The thing about the weapons of 5e is that they rely more on feats to give them distinction than the weapon itself. Shield mastery, polearm mastery, flail master, ect - all do things that should have simply been things any fighter could do already, as fighter features or just basic uses of the weapon/shield. Changing most weapons without regard to the feats is fine if you ban feats, but are you really going to do that?
It'd probably be better to cut down what little is left of the weapon table and give them more generic names, like 'light weapon' for short sword, and then say it is either piercing OR slashing OR bludgeoning when purchased (so it can serve as a blackjack, too), and do the same for other classes of weapons. More specific stuff, like lassos, nets, and the like can be made special, but most weapons don't need a separate statblock in 5e. There's no reason for a trident to work different than a spear, for a great club to be different than a great sword, save the damage type.
Between moving houses, I've written a Genesys conversion for Vampire the Requiem 2e. I'm currently typing it up since I don't have any Internet I'm eager to see vampire played with a ruleset that isn't hot dogshit followed by 15 dice being thrown under your feet. Y'know, if this conversion is any good.
[QUOTE=cyclocius;53190342]Between moving houses, I've written a Genesys conversion for Vampire the Requiem 2e. I'm currently typing it up since I don't have any Internet I'm eager to see vampire played with a ruleset that isn't hot dogshit followed by 15 dice being thrown under your feet. Y'know, if this conversion is any good.[/QUOTE]
There's some significant work being done on that front on the Genesys general on /tg/ also, if you didn't know.
[QUOTE=Chronische;53190385]There's some significant work being done on that front on the Genesys general on /tg/ also, if you didn't know.[/QUOTE]
I'm posting on multiple fronts, Genesys is a very young game and I'm trying to spread the good word wherever I can.

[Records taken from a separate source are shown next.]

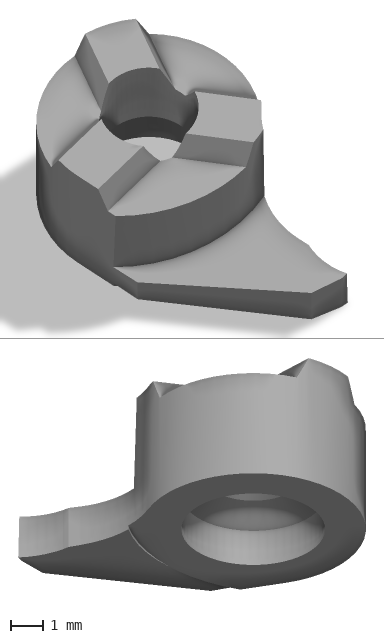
import cadquery as cq
import math

hub_radius = 3.5
hub_height = 4.38
bore_radius = 1.55

relief_radius = 2.23
relief_half_angle = 45
bore_end_z = 1.91

tooth_count = 3
tooth_height = 0.8
tooth_top_half_width = 0.84
tooth_base_half_width = 1.23

corner_x = 2.42
neck_radius = 3.22
neck_low_x = 5.34
neck_end_x = 5.73
split_x = 5.93
split_y = 0.77
rake_low_x = 6.6
rake_low_y = 0.64
end_x = 7.4
end_y = 0.73
nose_x = 7.36
nose_y = 0.46
heel_x = 6.98
heel_y = -0.53

end_lean = 0.03

mid_z = 0.53
root_x = 1.46
root_half_thickness = 0.4
rise_per_x = 0.0237
rise_per_y = 0.0446

shoulder_radius = 5.2
upper_shoulder_x = -1.7
upper_shoulder_y = 0.63
lower_shoulder_x = -1.52
lower_shoulder_y = 0.76

reach = 21.8
blade_drop = 0.65


def outline_prism():
    """Hub and arm outline, extruded over the full height."""
    neck_center_y = math.sqrt((hub_radius + neck_radius) ** 2 - neck_low_x**2)
    neck_low_y = neck_center_y - neck_radius
    tangent_ratio = hub_radius / (hub_radius + neck_radius)
    tangent_point = (neck_low_x * tangent_ratio, neck_center_y * tangent_ratio)
    neck_angle = -math.pi / 2 - math.atan2(neck_low_x, neck_center_y) / 2
    neck_middle = (
        neck_low_x + neck_radius * math.cos(neck_angle),
        neck_center_y + neck_radius * math.sin(neck_angle),
    )
    return (
        cq.Workplane("XY", origin=(0, 0, -blade_drop))
        .moveTo(0, -hub_radius)
        .lineTo(corner_x, -hub_radius)
        .lineTo(heel_x, heel_y)
        .lineTo(nose_x, nose_y)
        .lineTo(end_x, end_y)
        .threePointArc((rake_low_x, rake_low_y), (split_x, split_y))
        .lineTo(neck_end_x, neck_low_y)
        .lineTo(neck_low_x, neck_low_y)
        .threePointArc(neck_middle, tangent_point)
        .threePointArc((-hub_radius, 0), (0, -hub_radius))
        .close()
        .extrude(hub_height + blade_drop)
    )


def cutter_face(side, shoulder_x, shoulder_y):
    """Plane of one blade face (side +1 upper, -1 lower), centered on its cutter axis."""
    root_z = mid_z + side * root_half_thickness
    shoulder_z = root_z + side * (
        rise_per_x * (shoulder_x - root_x) + rise_per_y * (shoulder_y + hub_radius)
    )
    return cq.Plane(
        origin=(shoulder_x, shoulder_y, shoulder_z),
        xDir=(1, 0, side * rise_per_x),
        normal=(-rise_per_x, -rise_per_y, side),
    )


def blade_waste(face):
    """Stock beyond one blade face, outside its shoulder wall."""
    stock = cq.Workplane(face).rect(2 * reach, 2 * reach).extrude(reach)
    core = cq.Workplane(face).circle(shoulder_radius).extrude(reach)
    return stock.cut(core)


def hub_underside_waste(face):
    """Stock below the hub, inside the lower shoulder wall."""
    core = cq.Workplane(face).circle(shoulder_radius).extrude(reach, both=True)
    below_hub = cq.Workplane("XY").rect(reach, reach).extrude(-blade_drop)
    return core.intersect(below_hub)


def bore():
    """Through bore with a conical step to a wider lower part."""
    cone_height = (relief_radius - bore_radius) / math.tan(math.radians(relief_half_angle))
    return (
        cq.Workplane("XZ")
        .moveTo(0, 0)
        .lineTo(relief_radius, 0)
        .lineTo(relief_radius, bore_end_z - cone_height)
        .lineTo(bore_radius, bore_end_z)
        .lineTo(bore_radius, hub_height)
        .lineTo(0, hub_height)
        .close()
        .revolve(360, (0, 0, 0), (0, 1, 0))
    )


def tooth_gap_waste():
    """Layer around the teeth, as high as the teeth."""
    floor_z = hub_height - tooth_height
    waste = cq.Workplane("XY", origin=(0, 0, floor_z)).rect(reach, reach).extrude(tooth_height)
    tooth = (
        cq.Workplane("XZ")
        .moveTo(-tooth_base_half_width, floor_z)
        .lineTo(tooth_base_half_width, floor_z)
        .lineTo(tooth_top_half_width, hub_height)
        .lineTo(-tooth_top_half_width, hub_height)
        .close()
        .extrude(reach)
    )
    for index in range(tooth_count):
        waste = waste.cut(tooth.rotate((0, 0, 0), (0, 0, 1), index * 360 / tooth_count))
    return waste


def end_face_waste():
    """Wedge that leans the end face back towards the blade top."""
    end_rise = rise_per_x * (end_x - root_x) + rise_per_y * (end_y + hub_radius)
    end_half_thickness = root_half_thickness + end_rise
    return (
        cq.Workplane("XZ")
        .moveTo(end_x, mid_z - end_half_thickness)
        .lineTo(end_x - end_lean, mid_z + end_half_thickness)
        .lineTo(reach, mid_z + end_half_thickness)
        .lineTo(reach, mid_z - end_half_thickness)
        .close()
        .extrude(reach, both=True)
    )


def shaped_insert():
    """Full shape of the insert, before the cutting tip is separated."""
    upper_face = cutter_face(1, upper_shoulder_x, upper_shoulder_y)
    lower_face = cutter_face(-1, lower_shoulder_x, lower_shoulder_y)
    return (
        outline_prism()
        .cut(blade_waste(upper_face))
        .cut(blade_waste(lower_face))
        .cut(hub_underside_waste(lower_face))
        .cut(bore())
        .cut(tooth_gap_waste())
        .cut(end_face_waste())
    )


tip_region = cq.Workplane("YZ", origin=(split_x, 0, 0)).rect(reach, reach).extrude(reach)

insert = shaped_insert()
holder = insert.cut(tip_region)
cutting_tip = insert.intersect(tip_region)

result = cq.Compound.makeCompound([*holder.solids().vals(), *cutting_tip.solids().vals()])
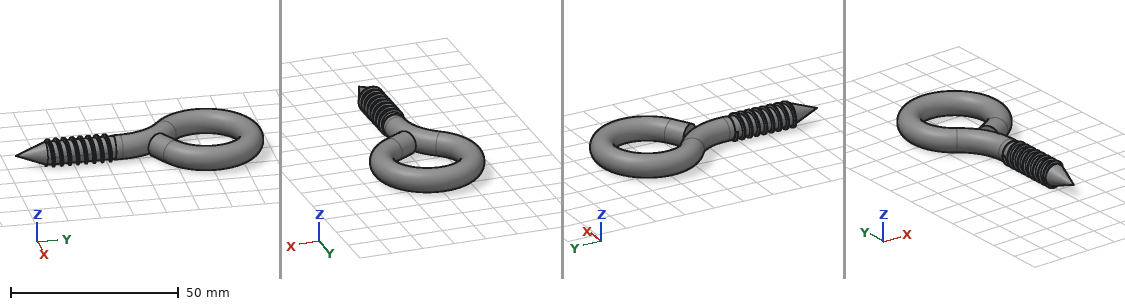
import cadquery as cq
import math

total_length = 75.15
eye_width = 34.3
wire_diameter = 7.4

neck_end_y = -26.1
shoulder_y = -28.0
cone_start_y = -48.85

tail_angle = -60.0
tail_length = 6.6

core_diameter = 7.0
thread_diameter = 8.35
thread_pitch = 2.5
thread_turns = 8.5
thread_root_width = 1.1
thread_crest_width = 0.4
root_overlap = 0.15

ring_radius = (eye_width - wire_diameter) / 2
tip_y = eye_width / 2 - total_length
thread_length = thread_pitch * thread_turns
thread_start_y = shoulder_y - thread_root_width / 2

neck_radius = (neck_end_y**2 - ring_radius**2) / (2 * ring_radius)
neck_angle = math.atan2(neck_end_y, -neck_radius)
neck_sweep = math.atan2(-neck_end_y, neck_radius)


def on_circle(center, radius, angle):
    """Point of a circle at an angle in radians."""
    return (center[0] + radius * math.cos(angle), center[1] + radius * math.sin(angle))


def make_wire_body():
    """Round wire swept along the shank, neck, ring and straight tail."""
    ring_center = (0, 0)
    neck_center = (-neck_radius, neck_end_y)
    tail_turn = math.radians(tail_angle)
    ring_start = on_circle(ring_center, ring_radius, neck_angle)
    ring_end = on_circle(ring_center, ring_radius, tail_turn)
    tail_end = (
        ring_end[0] + tail_length * math.sin(tail_turn),
        ring_end[1] - tail_length * math.cos(tail_turn),
    )
    path = (
        cq.Workplane("XY")
        .moveTo(0, shoulder_y)
        .lineTo(0, neck_end_y)
        .threePointArc(on_circle(neck_center, neck_radius, neck_sweep / 2), ring_start)
        .threePointArc((0, ring_radius), ring_end)
        .lineTo(*tail_end)
    )
    return cq.Workplane("XZ", origin=(0, shoulder_y, 0)).circle(wire_diameter / 2).sweep(path)


def make_core():
    """Thread core with its conical point, turned about the Y axis."""
    core_radius = core_diameter / 2
    return (
        cq.Workplane("XY")
        .moveTo(0, neck_end_y)
        .lineTo(core_radius, neck_end_y)
        .lineTo(core_radius, cone_start_y)
        .lineTo(0, tip_y)
        .close()
        .revolve(360, (0, 0), (0, 1))
    )


def make_thread():
    """Right-handed ridge that starts on the -X side and advances toward the point."""
    root_radius = core_diameter / 2 - root_overlap
    crest_radius = thread_diameter / 2
    helix = cq.Wire.makeHelix(thread_pitch, thread_length, root_radius)
    ridge = (
        cq.Workplane("XZ")
        .moveTo(root_radius, -thread_root_width / 2)
        .lineTo(crest_radius, -thread_crest_width / 2)
        .lineTo(crest_radius, thread_crest_width / 2)
        .lineTo(root_radius, thread_root_width / 2)
        .close()
        .sweep(cq.Workplane(helix), isFrenet=True)
    )
    shank_plane = cq.Plane(origin=(0, thread_start_y, 0), xDir=(-1, 0, 0), normal=(0, -1, 0))
    placed_ridge = cq.Workplane(ridge.val().moved(cq.Location(shank_plane)))
    core_length = shoulder_y - cone_start_y
    thread_zone = (
        cq.Workplane("XZ", origin=(0, shoulder_y, 0))
        .circle(thread_diameter)
        .extrude(core_length)
    )
    return placed_ridge.intersect(thread_zone)


result = make_wire_body().union(make_core()).union(make_thread())
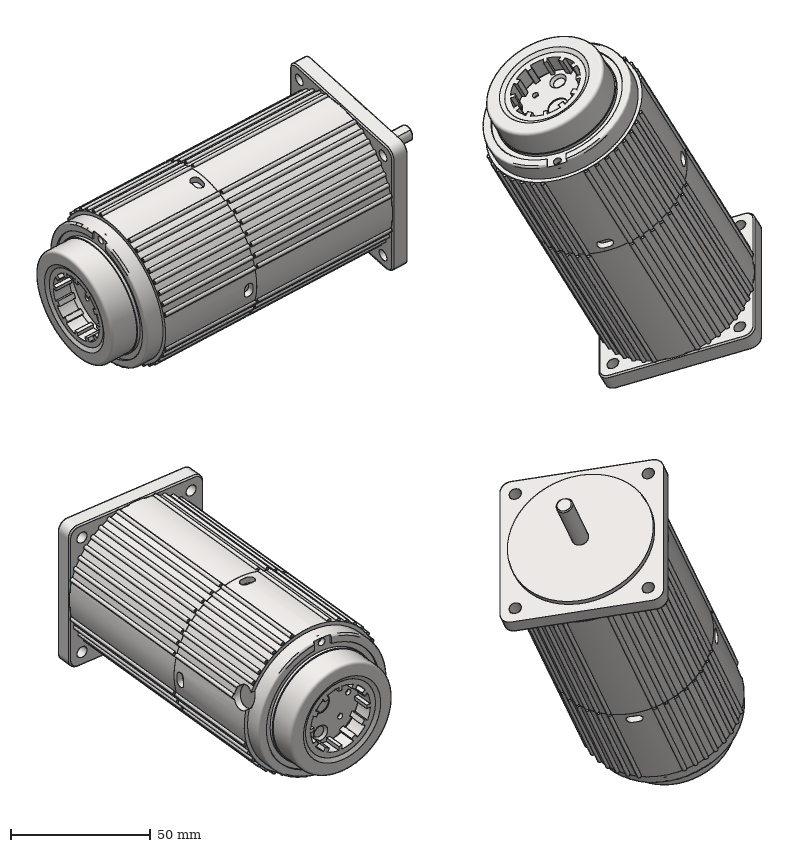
import cadquery as cq
import math

collar_face_y = 12.0
cover_end_y = 18.0
joint_y = 59.2
flange_rear_y = 120.6
flange_mount_y = 127.1
pilot_face_y = 129.1
shaft_tip_y = 151.0

flange_size = 61.0
flange_corner_radius = 4.2
flange_chamfer = 0.6
mount_hole_offset = 24.8
mount_hole_diameter = 4.5
pilot_radius = 27.2
shaft_diameter = 6.2
shaft_chamfer = 0.5
flat_height = 2.5
flat_length = 19.6

barrel_radius = flange_size / 2
bead_radius = 0.9
beads_per_quadrant = 8
first_bead_angle = 16.0
bead_pitch = (90.0 - 2 * first_bead_angle) / (beads_per_quadrant - 1)
motor_bead_gap = 0.9
cover_bead_gap = 0.5

cavity_radius = 28.0
cavity_end_y = 15.1
spigot_end_y = 37.8
vent_length = 6.2
vent_width = 3.8
vent_y = 55.5
cable_hole_radius = 4.5
cable_hole_y = 21.0
cable_hole_z = 10.0
collar_radius = 29.0
rim_height = 0.8
rim_inner_radius = 25.7
rim_notch_width = 7.5
screw_hole_offset = 27.2
screw_hole_radius = 1.5
screw_hole_depth = 2.3

neck_radius = 23.0
neck_fillet = 1.2
shoulder_radius = 23.4
shoulder_y = 10.7
mouth_radius = 17.5
mouth_floor_radius = 15.9
mouth_depth = 0.9
socket_radius = 13.6
undercut_radius = 18.1
socket_floor_y = 12.5
tooth_tip_radius = 12.0
tooth_end_y = 8.2
tooth_count = 12
wide_tooth_width = 2.1
narrow_tooth_width = 1.5
contact_circle_radius = 12.5
contact_depth = 1.2
small_contact_radius = 1.13
small_contact_floor_radius = 0.68
contact_count = 8
large_contact_radius = 3.2
large_contact_floor_radius = 2.3
center_recess_radius = 4.0
center_recess_depth = 0.5


def cylinder(radius, y_start, y_end, x=0.0, z=0.0):
    """Cylinder parallel to Y between two stations."""
    axis_point = cq.Vector(x, y_start, z)
    solid = cq.Solid.makeCylinder(radius, y_end - y_start, axis_point, cq.Vector(0, 1, 0))
    return cq.Workplane(obj=solid)


def cone(start_radius, end_radius, y_start, y_end, x=0.0, z=0.0):
    """Truncated cone parallel to Y between two stations."""
    axis_point = cq.Vector(x, y_start, z)
    solid = cq.Solid.makeCone(
        start_radius, end_radius, y_end - y_start, axis_point, cq.Vector(0, 1, 0)
    )
    return cq.Workplane(obj=solid)


def box_between(x_size, z_min, z_max, y_start, y_end):
    """Box centred on X = 0 between the given Y and Z limits."""
    return cq.Workplane("XY").box(
        x_size, y_end - y_start, z_max - z_min, centered=(True, False, False)
    ).translate((0, y_start, z_min))


def polar_point(radius, angle):
    """X and Z of a point at an angle measured from +Z."""
    return radius * math.sin(math.radians(angle)), radius * math.cos(math.radians(angle))


def beaded_barrel(y_start, y_end, bead_start, bead_end):
    """Barrel with half-round beads in four groups, leaving smooth strips on the X and Z axes."""
    barrel = cylinder(barrel_radius, y_start, y_end)
    for quadrant in range(4):
        for index in range(beads_per_quadrant):
            angle = 90 * quadrant + first_bead_angle + index * bead_pitch
            x, z = polar_point(barrel_radius, angle)
            barrel = barrel.union(cylinder(bead_radius, bead_start, bead_end, x, z))
    return barrel


def make_shaft():
    """Output shaft with a flat on its upper side."""
    shaft = cylinder(shaft_diameter / 2, pilot_face_y, shaft_tip_y)
    shaft = shaft.faces(">Y").chamfer(shaft_chamfer)
    flat = box_between(
        shaft_diameter, flat_height, shaft_diameter, shaft_tip_y - flat_length, shaft_tip_y
    )
    return shaft.cut(flat)


def make_motor():
    """Square flange with pilot, the motor barrel, and a spigot that fills the cover near the joint."""
    half_size = flange_size / 2
    flange = box_between(flange_size, -half_size, half_size, flange_rear_y, flange_mount_y)
    flange = flange.edges("|Y").fillet(flange_corner_radius)
    flange = flange.faces("<Y").edges().chamfer(flange_chamfer)
    for x in (-mount_hole_offset, mount_hole_offset):
        for z in (-mount_hole_offset, mount_hole_offset):
            flange = flange.cut(
                cylinder(mount_hole_diameter / 2, flange_rear_y, flange_mount_y, x, z)
            )
    pilot = cylinder(pilot_radius, flange_mount_y, pilot_face_y)
    barrel = beaded_barrel(joint_y, flange_rear_y, joint_y + motor_bead_gap, flange_rear_y)
    spigot = cylinder(cavity_radius, spigot_end_y, joint_y)
    return flange.union(pilot).union(barrel).union(spigot)


def make_collar():
    """Collar whose raised rim is notched at top and bottom around two screw holes."""
    rim_face_y = collar_face_y - rim_height
    collar = cylinder(collar_radius, rim_face_y, cover_end_y).faces("<Y").edges().fillet(rim_height)
    collar = collar.cut(cylinder(rim_inner_radius, rim_face_y, collar_face_y))
    notches = box_between(
        rim_notch_width, -collar_radius, collar_radius, rim_face_y, collar_face_y
    )
    collar = collar.cut(notches)
    for z in (-screw_hole_offset, screw_hole_offset):
        collar = collar.cut(
            cylinder(screw_hole_radius, collar_face_y, collar_face_y + screw_hole_depth, z=z)
        )
    return collar


def make_socket():
    """Space inside the neck: conical mouth, toothed socket, undercut and contact recesses."""
    mouth = cone(mouth_radius, mouth_floor_radius, 0, mouth_depth)
    socket = cylinder(socket_radius, mouth_depth, tooth_end_y)
    for index in range(tooth_count):
        on_axis = index % (tooth_count // 4) == 0
        tooth_width = narrow_tooth_width if on_axis else wide_tooth_width
        tooth = box_between(
            tooth_width, tooth_tip_radius, socket_radius, mouth_depth, tooth_end_y
        )
        socket = socket.cut(tooth.rotate((0, 0, 0), (0, 1, 0), index * 360 / tooth_count))
    undercut = cylinder(undercut_radius, tooth_end_y, socket_floor_y)
    space = mouth.union(socket).union(undercut)
    space = space.union(
        cylinder(center_recess_radius, socket_floor_y, socket_floor_y + center_recess_depth)
    )
    for index in range(contact_count):
        angle = index * 360 / contact_count
        x, z = polar_point(contact_circle_radius, angle)
        top_radius = small_contact_radius
        floor_radius = small_contact_floor_radius
        if angle % 180 == 0:
            top_radius = large_contact_radius
            floor_radius = large_contact_floor_radius
        hole = cone(top_radius, floor_radius, socket_floor_y, socket_floor_y + contact_depth, x, z)
        space = space.union(hole)
    return space


def cut_vents(cover):
    """Four oval openings, one in each smooth strip near the joint."""
    for index in range(4):
        vent = (
            cq.Workplane("XY", origin=(0, vent_y, 0))
            .slot2D(vent_length, vent_width)
            .extrude(barrel_radius)
            .cut(cylinder(cavity_radius, cavity_end_y, joint_y))
        )
        cover = cover.cut(vent.rotate((0, 0, 0), (0, 1, 0), 90 * index))
    return cover


def make_rear_cover():
    """Hollow beaded cover that carries the collar and the connector neck."""
    cover = beaded_barrel(cover_end_y, joint_y, cover_end_y + cover_bead_gap, joint_y)
    neck = cylinder(neck_radius, 0, collar_face_y).faces("<Y").edges().fillet(neck_fillet)
    shoulder = cylinder(shoulder_radius, shoulder_y, collar_face_y)
    cover = cover.union(make_collar()).union(neck).union(shoulder)
    cover = cover.cut(cylinder(cavity_radius, cavity_end_y, joint_y))
    cover = cover.cut(make_socket())
    cover = cut_vents(cover)
    cable_hole = (
        cq.Workplane("YZ", origin=(-barrel_radius - bead_radius, cable_hole_y, cable_hole_z))
        .circle(cable_hole_radius)
        .extrude(barrel_radius)
        .intersect(cylinder(2 * barrel_radius, cavity_end_y, joint_y))
    )
    return cover.cut(cable_hole)


shaft = make_shaft()
motor = make_motor()
rear_cover = make_rear_cover()

result = cq.Compound.makeCompound([shaft.val(), motor.val(), rear_cover.val()])

[QUOTE=Chronische;53190027]I don't think you need to change that much. It's all balanced fine. Stuff like a 'greatclub' or 'sling' are primitive, and SHOULD be worse than a sharp arrow or bolt. 1 handed weapons that aren't finesse should all have versatile, imo.
.[/QUOTE]
Greatclub's just unreasonably bad. Compare these two:
Greatclub 2 sp 1d8 bludgeoning 10 lb. Two-handed
Quarterstaff 2 sp 1d6 bludgeoning 4 lb. Versatile (1d8)
From a gameplay standpoint, this is stupid. There's no incentive to get this weapon over anything else since another weapon is objectively better. Furthermore, if you increased the damage to a d10, it'd still be a lesser weapon than all the martial weapons (Great weapons still do more damage, Polearms have reach, everything else isn't heavy)
From a realism standpoint, this is still stupid. Primitive =/= ineffective. The weapon's as "heavy" as a maul and almost as top-heavy. You don't want to be hit with that.
Slings IRL were the fucking nightmare. Lead ovals of death were slung at such speeds that people looked like they suffered from small explosions. Maybe it's a d4 if you get a couple or rocks, but forged heads should do far more.
I don't like most of the weapon specific feats. polearm mastery should just be something you have if you've got proficiency. Some stuff like Crossbow mastery/dual wielder's cool and should remain, but most of it's not really something you'd wanna spend a feat on.